Gitwilgyoots


The Gitwilgyoots are one of the 14 tribes of the Tsimshian nation in British Columbia, Canada, and one of the nine of those tribes making up the "Nine Tribes" of the lower Skeena River resident at Lax Kw'alaams, B.C. The name Gitwilgyoots means literally "people of the place of kelp." Their traditional territory includes several areas around the estuary of the Skeena River. Since 1834, they have been based at Lax Kw'alaams, when a Hudson's Bay Company fort was established there.
The chieftainship of the Gitwilgyoots resides in the hereditary name-title Saxsa'axt. The anthropologist Viola Garfield recorded in 1938 that the holder of Saxsa'axt at that point had succeeded his mother's brother, in accordance with matrilineal rules of succession, and had held office for more than thirty years. In the 1930s the House of Saxsa'axt was the largest house-group in Lax Kw'alaams.
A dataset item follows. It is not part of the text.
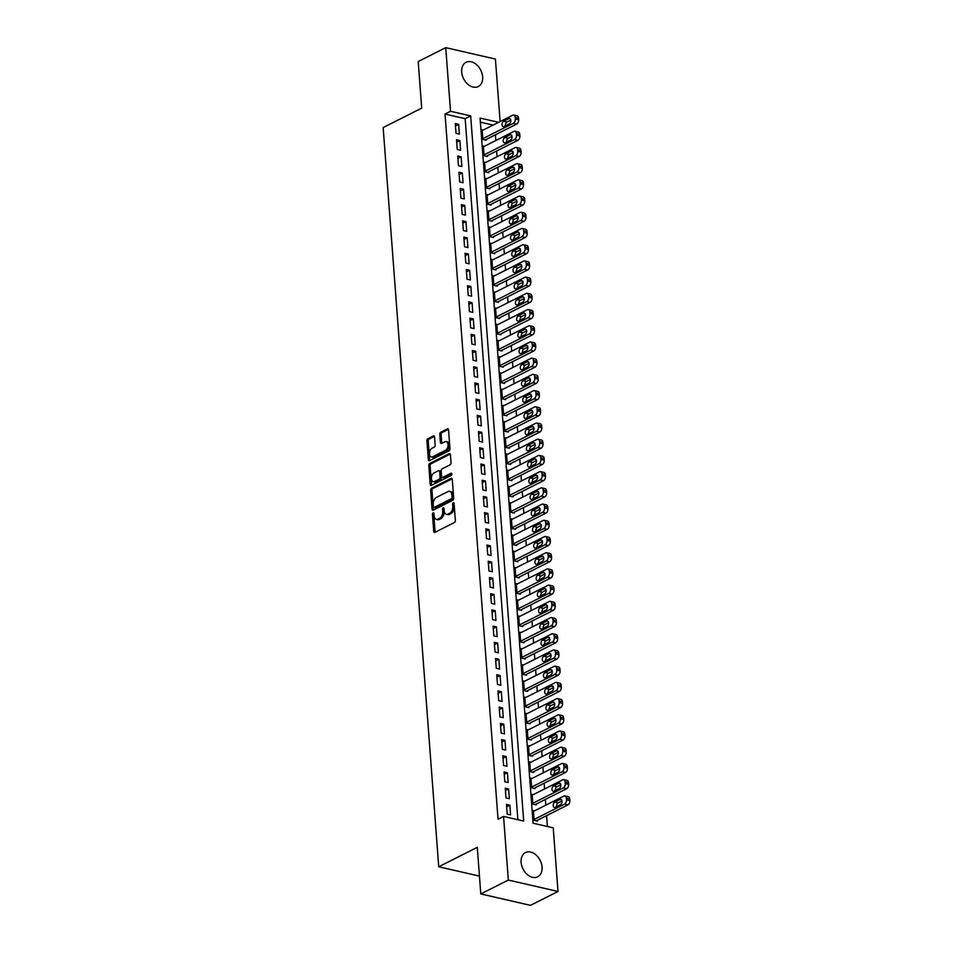 <?xml version="1.0" encoding="UTF-8"?>
<svg xmlns="http://www.w3.org/2000/svg" width="953" height="953" viewBox="0 0 953 953"><rect width="100%" height="100%" fill="white"/><g stroke="black" fill="none" stroke-linecap="round" stroke-linejoin="round"><path stroke-width="1.43" d="M433.127 512.905A1.191 0.727 -77.1 0 0 432.459 514.394L433.722 531.298A1.703 1.048 -77.1 0 0 434.425 532.429A1.703 1.048 -77.1 0 0 434.925 532.346L454.39 522.542A1.703 1.048 -77.1 0 0 455.355 520.409L454.081 503.494A1.191 0.727 -77.1 0 0 452.568 504.256L452.735 506.448A5.468 3.347 -77.1 0 1 449.661 513.286L448.029 514.108A5.468 3.347 -77.1 0 1 446.433 514.346A5.468 3.347 -77.1 0 1 444.193 510.748L444.027 508.568A1.191 0.727 -77.1 0 0 442.514 509.331L442.68 511.523A5.468 3.347 -77.1 0 1 439.595 518.349L437.975 519.171A5.468 3.347 -77.1 0 1 436.367 519.409A5.468 3.347 -77.1 0 1 434.139 515.823L433.972 513.631A1.191 0.727 -77.1 0 0 433.127 512.905M433.984 513.762A1.191 0.727 -77.1 0 0 433.794 514.703L435.068 531.607A1.703 1.048 -77.1 0 0 435.211 532.203M454.093 503.625A1.191 0.727 -77.1 0 0 453.914 504.566L454.081 506.758L452.735 506.448M444.038 508.699A1.191 0.727 -77.1 0 0 443.86 509.641L444.015 511.821L442.68 511.523M482.635 76.836A13.58 9.578 -116.7 0 1 478.275 86.556A13.58 9.578 -116.7 0 1 467.78 84.198A13.58 9.578 -116.7 0 1 461.693 72.023A13.58 9.578 -116.7 0 1 466.053 62.302A13.58 9.578 -116.7 0 1 476.548 64.661A13.58 9.578 -116.7 0 1 482.635 76.836M542.066 867.099A13.58 9.578 -116.7 0 1 537.695 876.82A13.58 9.578 -116.7 0 1 527.2 874.461A13.58 9.578 -116.7 0 1 521.112 862.286A13.58 9.578 -116.7 0 1 525.472 852.566A13.58 9.578 -116.7 0 1 535.967 854.924A13.58 9.578 -116.7 0 1 542.066 867.099M434.544 436.998A1.703 1.048 -77.1 0 0 433.853 435.878A1.703 1.048 -77.1 0 0 433.353 435.962L427.885 438.714A1.703 1.048 -77.1 0 0 426.92 440.846L428.338 459.62A1.703 1.048 -77.1 0 0 429.041 460.74A1.703 1.048 -77.1 0 0 429.541 460.668L449.006 450.864A1.703 1.048 -77.1 0 0 449.959 448.72L448.553 429.946A1.703 1.048 -77.1 0 0 447.85 428.826A1.703 1.048 -77.1 0 0 447.35 428.898L440.751 432.221A1.703 1.048 -77.1 0 0 439.798 434.365L440.393 442.395A1.703 1.048 -77.1 0 0 441.096 443.514A1.703 1.048 -77.1 0 0 441.596 443.443L444.872 441.799A4.574 2.799 -77.1 0 1 446.218 441.596A4.574 2.799 -77.1 0 1 448.077 445.623A4.574 2.799 -77.1 0 1 445.516 450.304L432.698 456.761A4.574 2.799 -77.1 0 1 431.352 456.964A4.574 2.799 -77.1 0 1 429.493 452.937A4.574 2.799 -77.1 0 1 432.054 448.255L434.187 447.171A1.703 1.048 -77.1 0 0 435.152 445.039L434.544 436.998M498.586 122.318L480.062 118.065L533.084 823.225L553.228 827.847L558.005 891.472L530.464 905.35L480.788 893.938L477.286 847.336L438.725 866.765L383.154 127.559L421.702 108.13L418.2 61.528L445.742 47.65L495.417 59.062L500.122 121.543M480.788 893.938L508.33 880.06L503.553 816.435L523.685 821.057L470.675 115.897L450.531 111.275L445.742 47.65M517.872 819.723L465.159 118.672L445.027 114.05L498.038 819.211L503.553 816.435M445.027 114.05L450.531 111.275M431.602 488.198A1.703 1.048 -77.1 0 0 430.649 490.33L432.054 509.105A1.703 1.048 -77.1 0 0 432.757 510.224A1.703 1.048 -77.1 0 0 433.258 510.153L452.723 500.349A1.703 1.048 -77.1 0 0 453.688 498.205L452.27 479.43A1.703 1.048 -77.1 0 0 451.579 478.311A1.703 1.048 -77.1 0 0 451.079 478.382L431.602 488.198L432.948 488.508A1.703 1.048 -77.1 0 0 431.983 490.64L433.401 509.414A1.703 1.048 -77.1 0 0 433.544 510.01M430.196 484.362L428.79 465.588A1.703 1.048 -77.1 0 1 429.743 463.456L449.208 453.64A1.703 1.048 -77.1 0 1 449.709 453.568A1.703 1.048 -77.1 0 1 450.412 454.688L451.019 462.729A1.703 1.048 -77.1 0 1 450.054 464.861L442.156 468.84A1.703 1.048 -77.1 0 0 441.203 470.973L441.596 476.309A1.703 1.048 -77.1 0 0 442.299 477.429A1.703 1.048 -77.1 0 0 442.8 477.346L451.019 473.212A1.191 0.727 -77.1 0 1 451.186 475.44L431.399 485.411A1.703 1.048 -77.1 0 1 430.899 485.482A1.703 1.048 -77.1 0 1 430.196 484.362L431.542 484.672L430.125 465.898L428.79 465.588M483.302 130.013L482.158 129.751L482.885 139.472L486.244 140.246L486.185 139.436M484.517 146.226L483.374 145.964L484.1 155.684L487.459 156.459L487.4 155.649M485.744 162.439L484.589 162.177L485.327 171.897L488.686 172.672L488.615 171.862M486.959 178.64L485.816 178.378L486.542 188.11L489.902 188.885L489.842 188.075M488.174 194.853L487.031 194.591L487.757 204.323L491.117 205.086L491.057 204.276M489.401 211.066L488.246 210.804L488.984 220.524L492.332 221.299L492.272 220.488M490.616 227.279L489.473 227.017L490.199 236.737L493.559 237.511L493.499 236.701M491.831 243.492L490.688 243.229L491.414 252.95L494.774 253.724L494.714 252.914M493.058 259.692L491.903 259.43L492.641 269.163L495.989 269.937L495.929 269.127M494.273 275.905L493.13 275.643L493.857 285.376L497.216 286.138L497.156 285.328M495.489 292.118L494.345 291.856L495.072 301.577L498.431 302.351L498.371 301.541M496.716 308.331L495.56 308.069L496.299 317.79L499.646 318.564L499.586 317.754M497.931 324.544L496.787 324.282L497.514 334.003L500.873 334.777L500.813 333.967M499.146 340.745L498.002 340.483L498.729 350.216L502.088 350.99L502.028 350.18M500.361 356.958L499.217 356.696L499.956 366.428L503.303 367.191L503.244 366.381M501.588 373.171L500.444 372.909L501.171 382.629L504.53 383.404L504.471 382.594M502.803 389.384L501.659 389.122L502.386 398.842L505.745 399.617L505.686 398.807M504.018 405.597L502.874 405.335L503.613 415.055L506.96 415.83L506.901 415.02M505.245 421.798L504.089 421.536L504.828 431.268L508.187 432.043L508.128 431.232M506.46 438.011L505.316 437.749L506.043 447.481L509.402 448.244L509.343 447.433M507.675 454.224L506.531 453.962L507.27 463.682L510.617 464.456L510.558 463.646M508.902 470.437L507.746 470.174L508.485 479.895L511.844 480.669L511.773 479.859M510.117 486.649L508.973 486.387L509.7 496.108L513.059 496.882L513 496.072M511.332 502.85L510.189 502.588L510.915 512.321L514.275 513.095L514.215 512.285M512.559 519.063L511.404 518.801L512.142 528.534L515.502 529.296L515.43 528.486M513.774 535.276L512.631 535.014L513.357 544.735L516.717 545.509L516.657 544.699M514.989 551.489L513.846 551.227L514.572 560.948L517.932 561.722L517.872 560.912M516.216 567.702L515.061 567.44L515.799 577.161L519.159 577.935L519.087 577.125M517.431 583.903L516.288 583.641L517.014 593.374L520.374 594.148L520.314 593.338M518.646 600.116L517.503 599.854L518.229 609.586L521.589 610.349L521.529 609.539M519.873 616.329L518.718 616.067L519.456 625.787L522.804 626.562L522.744 625.752M521.088 632.542L519.945 632.28L520.672 642L524.031 642.775L523.971 641.965M522.304 648.755L521.16 648.493L521.887 658.213L525.246 658.988L525.186 658.178M523.531 664.956L522.375 664.694L523.114 674.426L526.461 675.2L526.401 674.39M524.746 681.169L523.602 680.907L524.329 690.639L527.688 691.401L527.628 690.591M525.961 697.382L524.817 697.12L525.544 706.84L528.903 707.614L528.844 706.804M527.176 713.594L526.032 713.332L526.771 723.053L530.118 723.827L530.059 723.017M528.403 729.807L527.259 729.545L527.986 739.266L531.345 740.04L531.286 739.23M529.618 746.008L528.474 745.746L529.201 755.479L532.56 756.253L532.501 755.443M530.833 762.221L529.689 761.959L530.428 771.692L533.775 772.454L533.716 771.644M532.06 778.434L530.916 778.172L531.643 787.893L535.002 788.667L534.943 787.857M533.275 794.647L532.131 794.385L532.858 804.106L536.217 804.88L536.158 804.07M506.496 804.427L507.222 814.148L510.582 814.922L509.855 805.202L506.496 804.427M505.281 788.214L506.007 797.947L509.367 798.709L508.64 788.989L505.281 788.214M504.054 772.001L504.792 781.734L508.152 782.496L507.413 772.776L504.054 772.001M502.839 755.789L503.577 765.521L506.925 766.295L506.198 756.563L502.839 755.789M501.623 739.588L502.35 749.308L505.709 750.082L504.983 740.35L501.623 739.588M500.408 723.375L501.135 733.095L504.494 733.87L503.756 724.149L500.408 723.375M499.181 707.162L499.92 716.894L503.267 717.657L502.541 707.936L499.181 707.162M497.966 690.949L498.693 700.681L502.052 701.444L501.326 691.723L497.966 690.949M496.751 674.736L497.478 684.468L500.837 685.243L500.099 675.51L496.751 674.736M495.524 658.535L496.263 668.256L499.61 669.03L498.884 659.297L495.524 658.535M494.309 642.322L495.036 652.043L498.395 652.817L497.669 643.096L494.309 642.322M493.094 626.109L493.821 635.842L497.18 636.604L496.442 626.883L493.094 626.109M491.867 609.896L492.606 619.629L495.953 620.391L495.226 610.67L491.867 609.896M490.652 593.683L491.379 603.416L494.738 604.19L494.011 594.458L490.652 593.683M489.437 577.482L490.164 587.203L493.523 587.977L492.784 578.245L489.437 577.482M488.21 561.269L488.949 570.99L492.296 571.764L491.569 562.044L488.21 561.269M486.995 545.056L487.722 554.777L491.081 555.551L490.354 545.831L486.995 545.056M485.78 528.844L486.506 538.576L489.866 539.338L489.127 529.618L485.78 528.844M484.553 512.631L485.291 522.363L488.651 523.137L487.912 513.405L484.553 512.631M483.338 496.43L484.064 506.15L487.424 506.925L486.697 497.192L483.338 496.43M482.123 480.217L482.849 489.937L486.209 490.712L485.47 480.991L482.123 480.217M480.896 464.004L481.634 473.724L484.994 474.499L484.255 464.778L480.896 464.004M479.681 447.791L480.407 457.523L483.767 458.286L483.04 448.565L479.681 447.791M478.466 431.578L479.192 441.31L482.552 442.085L481.825 432.352L478.466 431.578M477.239 415.377L477.977 425.098L481.336 425.872L480.598 416.139L477.239 415.377M476.024 399.164L476.762 408.885L480.109 409.659L479.383 399.938L476.024 399.164M474.808 382.951L475.535 392.672L478.894 393.446L478.168 383.725L474.808 382.951M473.581 366.738L474.32 376.471L477.679 377.233L476.941 367.513L473.581 366.738M472.366 350.525L473.105 360.258L476.452 361.032L475.726 351.3L472.366 350.525M471.151 334.324L471.878 344.045L475.237 344.819L474.511 335.087L471.151 334.324M469.936 318.111L470.663 327.832L474.022 328.606L473.284 318.886L469.936 318.111M468.709 301.898L469.448 311.619L472.795 312.393L472.069 302.673L468.709 301.898M467.494 285.686L468.221 295.418L471.58 296.18L470.853 286.46L467.494 285.686M466.279 269.473L467.006 279.205L470.365 279.979L469.626 270.247L466.279 269.473M465.052 253.272L465.791 262.992L469.138 263.767L468.411 254.034L465.052 253.272M463.837 237.059L464.564 246.779L467.923 247.554L467.196 237.833L463.837 237.059M462.622 220.846L463.349 230.566L466.708 231.341L465.969 221.62L462.622 220.846M461.395 204.633L462.134 214.365L465.481 215.128L464.754 205.407L461.395 204.633M460.18 188.42L460.907 198.153L464.266 198.927L463.539 189.194L460.18 188.42M458.965 172.219L459.691 181.94L463.051 182.714L462.312 172.981L458.965 172.219M457.738 156.006L458.476 165.727L461.824 166.501L461.097 156.78L457.738 156.006M456.523 139.793L457.249 149.514L460.609 150.288L459.882 140.567L456.523 139.793M459.394 134.075L458.655 124.355L455.308 123.58L456.034 133.313L459.394 134.075M547.403 826.513L546.593 815.637M545.807 805.154L545.378 799.424M544.58 788.953L544.151 783.211M543.365 772.74L542.936 766.998M542.15 756.527L541.721 750.797M540.923 740.314L540.494 734.584M539.708 724.101L539.279 718.371M538.493 707.9L538.064 702.158M537.266 691.687L536.837 685.946M536.051 675.474L535.622 669.745M534.836 659.262L534.407 653.532M533.62 643.049L533.18 637.319M532.393 626.848L531.965 621.106M531.178 610.635L530.75 604.893M529.963 594.422L529.523 588.692M528.736 578.209L528.307 572.479M527.521 561.996L527.092 556.266M526.306 545.795L525.865 540.053M525.079 529.582L524.65 523.84M523.864 513.369L523.435 507.639M522.649 497.156L522.208 491.426M521.422 480.943L520.993 475.213M520.207 464.742L519.778 459.001M518.992 448.529L518.551 442.788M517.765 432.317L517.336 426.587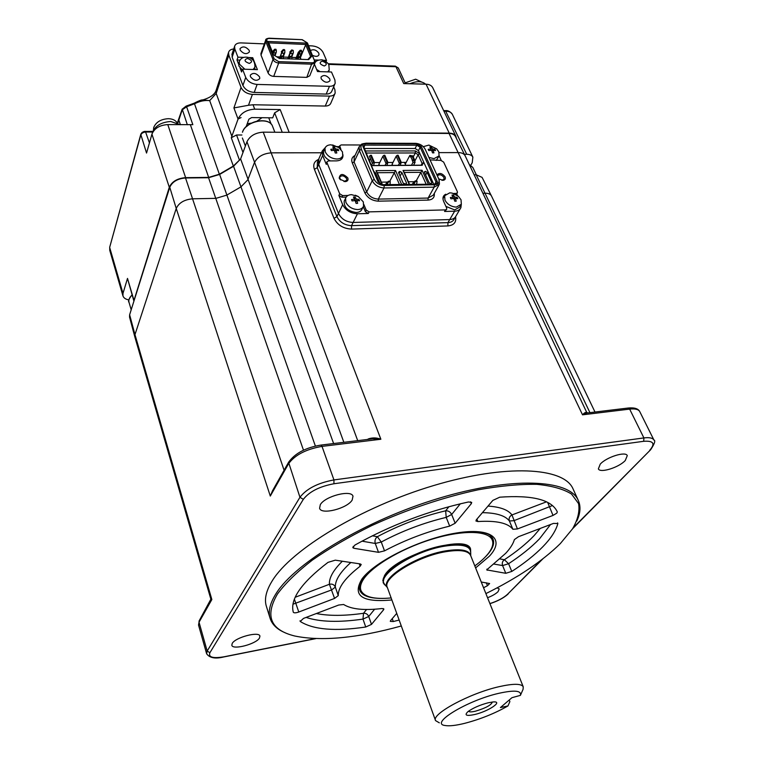 <?xml version="1.0" encoding="UTF-8"?>
<svg xmlns="http://www.w3.org/2000/svg" width="764" height="764" viewBox="0 0 764 764"><rect width="100%" height="100%" fill="white"/><g stroke="black" fill="none" stroke-linecap="round" stroke-linejoin="round"><path stroke-width="1.15" d="M487.556 597.725C492.274 595.91 495.76 593.905 498.032 591.699L499.217 588.92L497.135 587.841M320.307 504.689L319.591 508.318C321.319 515.137 347.162 508.537 352.166 500.076L352.997 496.218C351.373 489.399 324.986 496.17 320.307 504.689M600.246 464.14L598.374 468.867C600.017 473.403 618.916 467.511 625.277 460.511L627.282 455.602C625.687 451.056 606.396 457.12 600.246 464.14M232.237 643.384L231.817 645.265C232.667 650.231 255.988 644.128 259.454 638.093L259.932 636.087C259.197 631.112 235.465 637.319 232.237 643.384M284.962 632.688C277.275 629.421 272.366 624.78 270.255 618.773C267.877 611.763 269.883 603.254 276.272 593.246C295.582 562.466 365.861 520.198 438.651 498.357C511.488 476.354 568.827 479.295 578.09 499.99C580.974 506.064 580.544 513.083 576.81 521.029M573.372 489.609L572.857 488.473C563.374 467.32 506.074 463.824 433.58 485.57C361.124 507.153 291.351 549.536 272.309 580.726C266.006 590.859 264.067 599.52 266.493 606.683L270.026 618.057M485.894 593.599C517.581 577.87 542.392 561.206 560.327 543.586L572.551 528.822C577.87 519.568 579.876 511.154 578.568 503.6L571.567 494.079C563.498 489.036 551.894 485.789 536.758 484.338C519.74 484.07 500.172 485.894 478.063 489.819C442.719 497.488 407.231 509.426 371.6 525.642C349.263 536.71 329.475 548.218 312.256 560.165C296.967 572.035 285.373 583.304 277.475 593.981C264.659 615.985 270.418 629.994 294.77 636.011C321.606 641.521 357.113 638.179 401.301 625.983M360.312 588.662L359.319 585.73M360.188 563.908L361.229 564.491L360.121 566.248C345.328 577.727 338.032 587.526 338.251 595.634L334.575 598.422L298.791 612.012C295.821 613.014 293.997 613.1 293.309 612.25L293.3 612.222C289.814 599.31 301.388 582.684 328.023 562.361L335.291 560.174L360.188 563.908M334.575 598.422L329.399 584.279C332.206 583.667 334.193 584.613 335.339 587.096L338.251 595.634M557.309 511.928L556.794 513.16L553.021 515.423L517.429 528.946L512.902 529.28C507.974 522.977 496.294 520.399 477.863 521.554L475.934 521L476.335 519.806L492.866 500.382L499.742 497.192C532.04 494.919 551.121 499.618 557.013 511.288L557.147 511.565M511.784 571.443L505.787 573.306L502.597 565.57C501.843 563.116 502.435 561.168 504.383 559.726L508.585 563.717L511.784 571.443C524.419 563.211 534.79 554.97 542.889 546.69C550.949 538.41 555.944 530.693 557.863 523.531L557.577 522.882M505.787 573.306L486.716 569.887L505.682 553.327C510.247 548.418 513.15 543.834 514.392 539.594L518.479 536.71L553.48 523.407L557.863 523.531M481.263 582.025L489.619 583.543L487.47 585.701L486.286 582.779M392.247 618.639L393.288 621.533L390.299 621.371L390.557 620.626L396.736 613.368M393.288 621.533L399.152 620.053M483.555 587.745L487.47 585.701M306.125 617.408C320.011 622.011 338.968 622.574 362.986 619.098L363.511 613.291C365.918 613.081 367.656 614.141 368.726 616.491L371.495 624.389L365.736 627.005L362.986 619.098L368.726 616.491L374.627 609.223M300.013 620.807L300.223 621.457L303.499 618.41L338.681 605.04L343.628 604.496C351.344 609.271 364.094 610.627 381.857 608.536L383.872 608.956L383.614 609.748L371.495 624.389M300.223 621.457C313.24 629.689 335.081 631.541 365.736 627.005M553.021 515.423L547.664 502.416M512.902 529.28L509.397 520.991C508.604 518.374 509.454 516.359 511.956 514.946L517.429 528.946M468.447 501.977L471.703 502.416L471.302 503.696L455.153 523.225L449.681 526.119C426.99 531.62 405.264 539.871 384.502 550.863L378.495 552.324L353.856 548.265L352.767 547.616L354.954 545.038C390.834 525.069 428.661 510.715 468.447 501.977M449.681 526.119L446.214 517.381L445.651 510.801C448.344 510.658 450.349 511.89 451.658 514.478L455.153 523.225M378.495 552.324L375.277 543.471C374.532 540.654 375.219 538.4 377.349 536.71L381.265 542.029L384.502 550.863M294.388 599.177L298.791 612.012M490.364 535.574L491.586 538.458M134.856 336.953L129.546 317.089L129.632 314.758L134.97 334.622L176.236 208.457L134.97 334.622L134.894 337.096L210.864 599.196L211.848 599.539L210.683 600.409M272.528 490.736L270.303 496.056L274.228 487.728M368.907 439.29L368.735 438.775C372.784 437.505 376.833 437.657 380.873 439.252L322.007 446.386C306.125 449.165 294.98 454.943 288.563 463.729L270.303 496.056L176.236 208.457C178.91 202.756 184.42 199.538 192.757 198.802L215.964 198.353L226.746 195.135L240.88 186.922L247.813 179.827L254.336 162.808C257.449 156.792 263.141 153.468 271.401 152.838L321.501 152.771L271.401 152.838C263.141 153.468 257.449 156.792 254.336 162.808L247.813 179.827L240.88 186.922L226.746 195.135L215.964 198.353L192.757 198.802C184.42 199.538 178.91 202.756 176.236 208.457L169.77 187.275L129.632 314.758M169.77 187.275C172.301 181.737 177.554 178.633 185.528 177.983L208.562 177.725L219.621 174.44L233.545 166.275L240.612 158.922L246.953 141.76C249.895 135.906 255.319 132.707 263.227 132.162L380.873 439.252L372.851 438.813L320.689 445.106M587.908 412.894L587.01 412.999L465.066 155.627C463.929 153.66 461.723 152.647 458.438 152.599C461.781 152.657 464.015 153.698 465.114 155.722M587.01 412.999L582.521 414.823C584.47 412.684 585.988 411.911 587.077 412.503M326.314 163.248L326.285 164.394L322.647 155.445L322.312 150.909L318.387 159.867L318.836 158.826L318.703 164.394L338.471 213.452C341.412 219.087 346.302 222.095 353.121 222.467L449.738 219.554C452.871 219.392 454.952 218.208 455.984 215.992C454.952 218.208 452.871 219.392 449.738 219.554L447.943 222.62C451.066 222.448 453.138 221.264 454.179 219.058L455.315 217.129M439.099 152.619L458.438 152.599L439.099 152.619M482.982 193.263L485.302 193.225C488.406 193.216 490.45 194.104 491.433 195.89L491.386 195.813C490.383 194.075 488.349 193.216 485.302 193.225L482.982 193.263M389.879 184.554L390.299 181.775L388.599 181.803L387.071 184.592M389.812 181.784L390.06 181.23L388.36 181.259L385.505 184.611M386.699 184.592L386.154 183.341M388.36 181.259L388.599 181.803M413.887 184.2L415.435 181.44L417.096 181.421L416.628 184.153M412.283 184.22L415.196 180.896L416.857 180.877L416.581 181.421M416.857 180.877L417.096 181.421M412.952 182.968L414.594 182.94M347.83 177.955C348.47 179.97 347.687 181.192 345.481 181.612L339.913 179.244L339.178 178.05C340.152 173.361 343.036 173.323 347.83 177.955M343.972 181.555L346.76 180.189L346.655 178.623C344.134 175.5 341.794 175.013 339.636 177.153L340.515 179.874M436.932 174.918C439.348 172.511 442.069 173.142 445.097 176.818C445.813 178.776 445.145 179.951 443.091 180.333L438.737 178.881M441.84 180.285L444.075 179.158L443.951 177.458C441.611 174.564 439.443 174.03 437.447 175.854L437.409 175.959M363.845 204.456L366.185 210.062L365.373 211.685L368.315 213.49L357.447 213.777C350.581 213.385 345.653 210.348 342.673 204.695L338.891 195.393L341.833 197.207L342.616 195.565L348.069 195.46M317.394 162.111L318.387 159.867L318.703 164.394L338.471 213.452C341.412 219.087 346.302 222.095 353.121 222.467L449.738 219.554L454.647 211.198C457.789 211.045 459.88 209.861 460.912 207.655L461.275 204.437M322.312 150.909L325.302 147.547M453.539 193.464L456.175 193.416L457.426 192.719L457.34 191.611L443.655 162.102L440.895 160.402L430.056 159.886M457.292 192.939L456.194 194.696M456.757 193.875L457.569 195.632M439.128 155.808L441.267 160.43M337.392 146.602L339.34 146.602M360.312 144.979L341.174 144.94L339.713 145.781L340.935 149.467M342.138 158.492L342.234 156.725M342.94 154.681C343.284 158.501 341.126 160.574 336.456 160.879L328.463 160.917L326.963 161.796L327.03 162.722L339.665 193.75L342.616 195.565M346.14 197.122L341.833 197.207M365.373 211.685L363.292 206.691M366.185 210.062L369.136 211.876L445.46 209.899L446.739 209.164L446.663 208.037L443.636 201.39C442.308 198.086 443.005 195.689 445.718 194.218M454.647 211.198L444.553 211.466L446.606 209.393M444.524 195.937L443.187 196.997M365.307 150.966L415.368 150.928L419.885 153.717L423.858 162.455L421.871 165.291L371.591 165.626M418.462 150.584L415.081 148.502L416.791 145.208L420.19 147.299L418.462 150.584L419.885 153.717L418.156 154.7L422.12 163.439L422.196 164.47L421.126 165.196L371.552 165.54M414.623 161.414L418.156 154.7L415.329 152.962L415.368 150.928M366.195 153.029L415.329 152.962L413.267 156.926M392.534 165.396L392.276 163.878M379.297 165.482L379.049 163.954M405.789 165.31L404.5 162.407L401.243 162.426M392.992 162.465L387.931 162.493M379.746 162.541L374.456 162.57M375.601 175.004L376.184 175.004M406.219 162.398L404.5 162.407M382.057 184.621L376.06 170.658L395.513 170.487L389.783 181.24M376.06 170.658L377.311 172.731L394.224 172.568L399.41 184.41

A totem pole belonging to this house, portraying an anthropomorphous grizzly bear, was raised in the 1870s and was by the 1930s still standing but decayed beyond recognition.
In 1935 William Beynon recorded that Gitwilgyoots people in Lax Kw'alaams included 49 members of the Gispwudwada , 1 member of the Ganhada, 10 members of the Laxgibuu , and 23 members of the Laxsgiik .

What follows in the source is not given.